**WHAT NEEDS TO BE DONE**. Copy the listing below in full and skip every picture.

+-------+

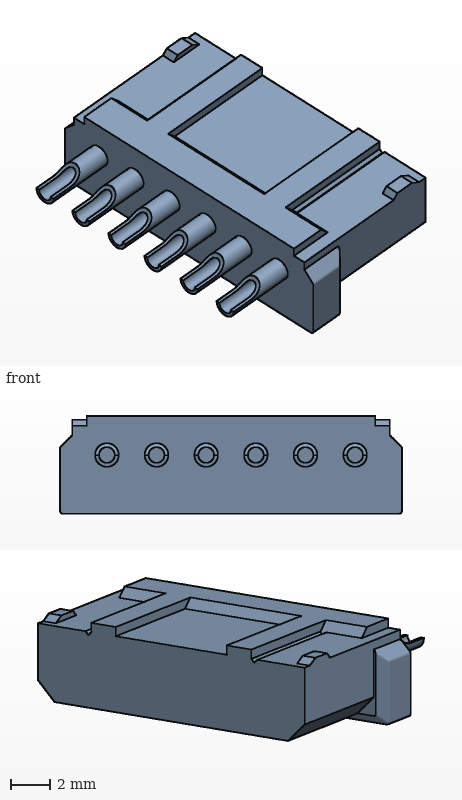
import cadquery as cq
import math

body_width = 16.2
body_depth = 9.0
body_bottom = 0.49
deck_height = 4.5
body_chamfer = 1.01
top_height = 5.0

flange_width = 17.46
flange_depth = 2.5
flange_shoulder_height = 4.02
flange_back_chamfer = 0.5
flange_edge_radius = 0.17

bar_width = 14.74
rib_inner_offset = 3.37
rib_outer_offset = 4.87
raised_height = top_height - deck_height

groove_half_width = 0.17
groove_depth = 0.17

bump_width = 0.77
bump_height = 0.3
bump_back_gap = 0.49
bump_back_ramp = 0.52
bump_flat = 1.08
bump_front_ramp = 0.3

pin_count = 6
pin_pitch = 2.53
pin_diameter = 1.2
cup_diameter = 0.8
pin_length = 4.02
pin_height = 3.0
cup_open_start = 2.8
scoop_radius = 1.15


def make_body():
    """Block with both lower side edges chamfered."""
    height = deck_height - body_bottom
    block = cq.Workplane("XY").box(body_width, body_depth, height, centered=(True, False, False))
    block = block.edges("|Y and <Z").chamfer(body_chamfer)
    return block.translate((0, 0, body_bottom))


def make_flange():
    """Front flange with sloped shoulders, chamfered back edges and rounded side edges."""
    half_body = body_width / 2
    half_flange = flange_width / 2
    shoulder_drop = half_flange - half_body
    flange = (
        cq.Workplane("XZ")
        .moveTo(-half_body, flange_shoulder_height)
        .lineTo(-half_flange, flange_shoulder_height - shoulder_drop)
        .lineTo(-half_flange, 0)
        .lineTo(half_flange, 0)
        .lineTo(half_flange, flange_shoulder_height - shoulder_drop)
        .lineTo(half_body, flange_shoulder_height)
        .close()
        .extrude(-flange_depth)
    )
    back_edges = flange.faces("<X or >X or <Z").edges(">Y")
    flange = back_edges.chamfer(flange_back_chamfer)
    flat_half = half_flange - flange_back_chamfer
    for side in (-1, 1):
        inner_corner = (side * flat_half, flange_back_chamfer, 0)
        outer_corner = (side * flange_width, flange_depth, top_height)
        rounded_edges = flange.edges(cq.selectors.BoxSelector(inner_corner, outer_corner))
        flange = rounded_edges.fillet(flange_edge_radius)
    return flange


def make_raised_frame():
    """Front bar with a 45 degree back slope down to the groove floor, joined to two full-depth ribs."""
    bar = (
        cq.Workplane("YZ")
        .moveTo(0, deck_height - groove_depth)
        .lineTo(flange_depth + groove_depth, deck_height - groove_depth)
        .lineTo(flange_depth - raised_height, top_height)
        .lineTo(0, top_height)
        .close()
        .extrude(bar_width / 2, both=True)
    )
    rib_width = rib_outer_offset - rib_inner_offset
    rib_center = (rib_inner_offset + rib_outer_offset) / 2
    ribs = (
        cq.Workplane("XY", origin=(0, body_depth / 2, deck_height))
        .pushPoints([(-rib_center, 0), (rib_center, 0)])
        .rect(rib_width, body_depth)
        .extrude(raised_height)
    )
    return bar.union(ribs)


def make_groove(side):
    """V-shaped cutter beside the rib on the given side (-1 or 1), running to the rear face."""
    center = side * (rib_outer_offset + groove_half_width)
    return (
        cq.Workplane("XZ")
        .moveTo(center - groove_half_width, deck_height)
        .lineTo(center, deck_height - groove_depth)
        .lineTo(center + groove_half_width, deck_height)
        .close()
        .extrude(-body_depth)
    )


def make_bump(side):
    """Ramped latch bump flush with the body side on the given side (-1 or 1)."""
    back = body_depth - bump_back_gap
    flat_back = back - bump_back_ramp
    flat_front = flat_back - bump_flat
    front = flat_front - bump_front_ramp
    bump = (
        cq.Workplane("YZ")
        .moveTo(back, deck_height)
        .lineTo(flat_back, deck_height + bump_height)
        .lineTo(flat_front, deck_height + bump_height)
        .lineTo(front, deck_height)
        .close()
        .extrude(bump_width / 2, both=True)
    )
    return bump.translate((side * (body_width - bump_width) / 2, 0, 0))


def make_pin():
    """Solder cup pin on X = 0: a bored round pin whose upper half is scooped away at the tip."""
    axis = cq.Workplane("XZ", origin=(0, 0, pin_height))
    pin = axis.circle(pin_diameter / 2).circle(cup_diameter / 2).extrude(pin_length)
    arc_reach = scoop_radius * math.sqrt(0.5)
    scoop_top = pin_height + scoop_radius
    scoop = (
        cq.Workplane("YZ")
        .moveTo(-pin_length, pin_height)
        .lineTo(-cup_open_start, pin_height)
        .threePointArc(
            (-cup_open_start + arc_reach, scoop_top - arc_reach),
            (-cup_open_start + scoop_radius, scoop_top),
        )
        .lineTo(-pin_length, scoop_top)
        .close()
        .extrude(pin_diameter, both=True)
    )
    return pin.cut(scoop)


housing = make_body()
for side in (-1, 1):
    housing = housing.cut(make_groove(side))
    housing = housing.union(make_bump(side))
housing = housing.union(make_flange()).union(make_raised_frame())

pin = make_pin()
for index in range(pin_count):
    pin_x = (index - (pin_count - 1) / 2) * pin_pitch
    housing = housing.union(pin.translate((pin_x, 0, 0)))

result = housing

+-------+

**SOLUTION FOR THIS PROBLEM**.
import cadquery as cq
import math

body_width = 16.2
body_depth = 9.0
body_bottom = 0.49
deck_height = 4.5
body_chamfer = 1.01
top_height = 5.0

flange_width = 17.46
flange_depth = 2.5
flange_shoulder_height = 4.02
flange_back_chamfer = 0.5
flange_edge_radius = 0.17

bar_width = 14.74
rib_inner_offset = 3.37
rib_outer_offset = 4.87
raised_height = top_height - deck_height

groove_half_width = 0.17
groove_depth = 0.17

bump_width = 0.77
bump_height = 0.3
bump_back_gap = 0.49
bump_back_ramp = 0.52
bump_flat = 1.08
bump_front_ramp = 0.3

pin_count = 6
pin_pitch = 2.53
pin_diameter = 1.2
cup_diameter = 0.8
pin_length = 4.02
pin_height = 3.0
cup_open_start = 2.8
scoop_radius = 1.15


def make_body():
    """Block with both lower side edges chamfered."""
    height = deck_height - body_bottom
    block = cq.Workplane("XY").box(body_width, body_depth, height, centered=(True, False, False))
    block = block.edges("|Y and <Z").chamfer(body_chamfer)
    return block.translate((0, 0, body_bottom))


def make_flange():
    """Front flange with sloped shoulders, chamfered back edges and rounded side edges."""
    half_body = body_width / 2
    half_flange = flange_width / 2
    shoulder_drop = half_flange - half_body
    flange = (
        cq.Workplane("XZ")
        .moveTo(-half_body, flange_shoulder_height)
        .lineTo(-half_flange, flange_shoulder_height - shoulder_drop)
        .lineTo(-half_flange, 0)
        .lineTo(half_flange, 0)
        .lineTo(half_flange, flange_shoulder_height - shoulder_drop)
        .lineTo(half_body, flange_shoulder_height)
        .close()
        .extrude(-flange_depth)
    )
    back_edges = flange.faces("<X or >X or <Z").edges(">Y")
    flange = back_edges.chamfer(flange_back_chamfer)
    flat_half = half_flange - flange_back_chamfer
    for side in (-1, 1):
        inner_corner = (side * flat_half, flange_back_chamfer, 0)
        outer_corner = (side * flange_width, flange_depth, top_height)
        rounded_edges = flange.edges(cq.selectors.BoxSelector(inner_corner, outer_corner))
        flange = rounded_edges.fillet(flange_edge_radius)
    return flange


def make_raised_frame():
    """Front bar with a 45 degree back slope down to the groove floor, joined to two full-depth ribs."""
    bar = (
        cq.Workplane("YZ")
        .moveTo(0, deck_height - groove_depth)
        .lineTo(flange_depth + groove_depth, deck_height - groove_depth)
        .lineTo(flange_depth - raised_height, top_height)
        .lineTo(0, top_height)
        .close()
        .extrude(bar_width / 2, both=True)
    )
    rib_width = rib_outer_offset - rib_inner_offset
    rib_center = (rib_inner_offset + rib_outer_offset) / 2
    ribs = (
        cq.Workplane("XY", origin=(0, body_depth / 2, deck_height))
        .pushPoints([(-rib_center, 0), (rib_center, 0)])
        .rect(rib_width, body_depth)
        .extrude(raised_height)
    )
    return bar.union(ribs)


def make_groove(side):
    """V-shaped cutter beside the rib on the given side (-1 or 1), running to the rear face."""
    center = side * (rib_outer_offset + groove_half_width)
    return (
        cq.Workplane("XZ")
        .moveTo(center - groove_half_width, deck_height)
        .lineTo(center, deck_height - groove_depth)
        .lineTo(center + groove_half_width, deck_height)
        .close()
        .extrude(-body_depth)
    )


def make_bump(side):
    """Ramped latch bump flush with the body side on the given side (-1 or 1)."""
    back = body_depth - bump_back_gap
    flat_back = back - bump_back_ramp
    flat_front = flat_back - bump_flat
    front = flat_front - bump_front_ramp
    bump = (
        cq.Workplane("YZ")
        .moveTo(back, deck_height)
        .lineTo(flat_back, deck_height + bump_height)
        .lineTo(flat_front, deck_height + bump_height)
        .lineTo(front, deck_height)
        .close()
        .extrude(bump_width / 2, both=True)
    )
    return bump.translate((side * (body_width - bump_width) / 2, 0, 0))


def make_pin():
    """Solder cup pin on X = 0: a bored round pin whose upper half is scooped away at the tip."""
    axis = cq.Workplane("XZ", origin=(0, 0, pin_height))
    pin = axis.circle(pin_diameter / 2).circle(cup_diameter / 2).extrude(pin_length)
    arc_reach = scoop_radius * math.sqrt(0.5)
    scoop_top = pin_height + scoop_radius
    scoop = (
        cq.Workplane("YZ")
        .moveTo(-pin_length, pin_height)
        .lineTo(-cup_open_start, pin_height)
        .threePointArc(
            (-cup_open_start + arc_reach, scoop_top - arc_reach),
            (-cup_open_start + scoop_radius, scoop_top),
        )
        .lineTo(-pin_length, scoop_top)
        .close()
        .extrude(pin_diameter, both=True)
    )
    return pin.cut(scoop)


housing = make_body()
for side in (-1, 1):
    housing = housing.cut(make_groove(side))
    housing = housing.union(make_bump(side))
housing = housing.union(make_flange()).union(make_raised_frame())

pin = make_pin()
for index in range(pin_count):
    pin_x = (index - (pin_count - 1) / 2) * pin_pitch
    housing = housing.union(pin.translate((pin_x, 0, 0)))

result = housing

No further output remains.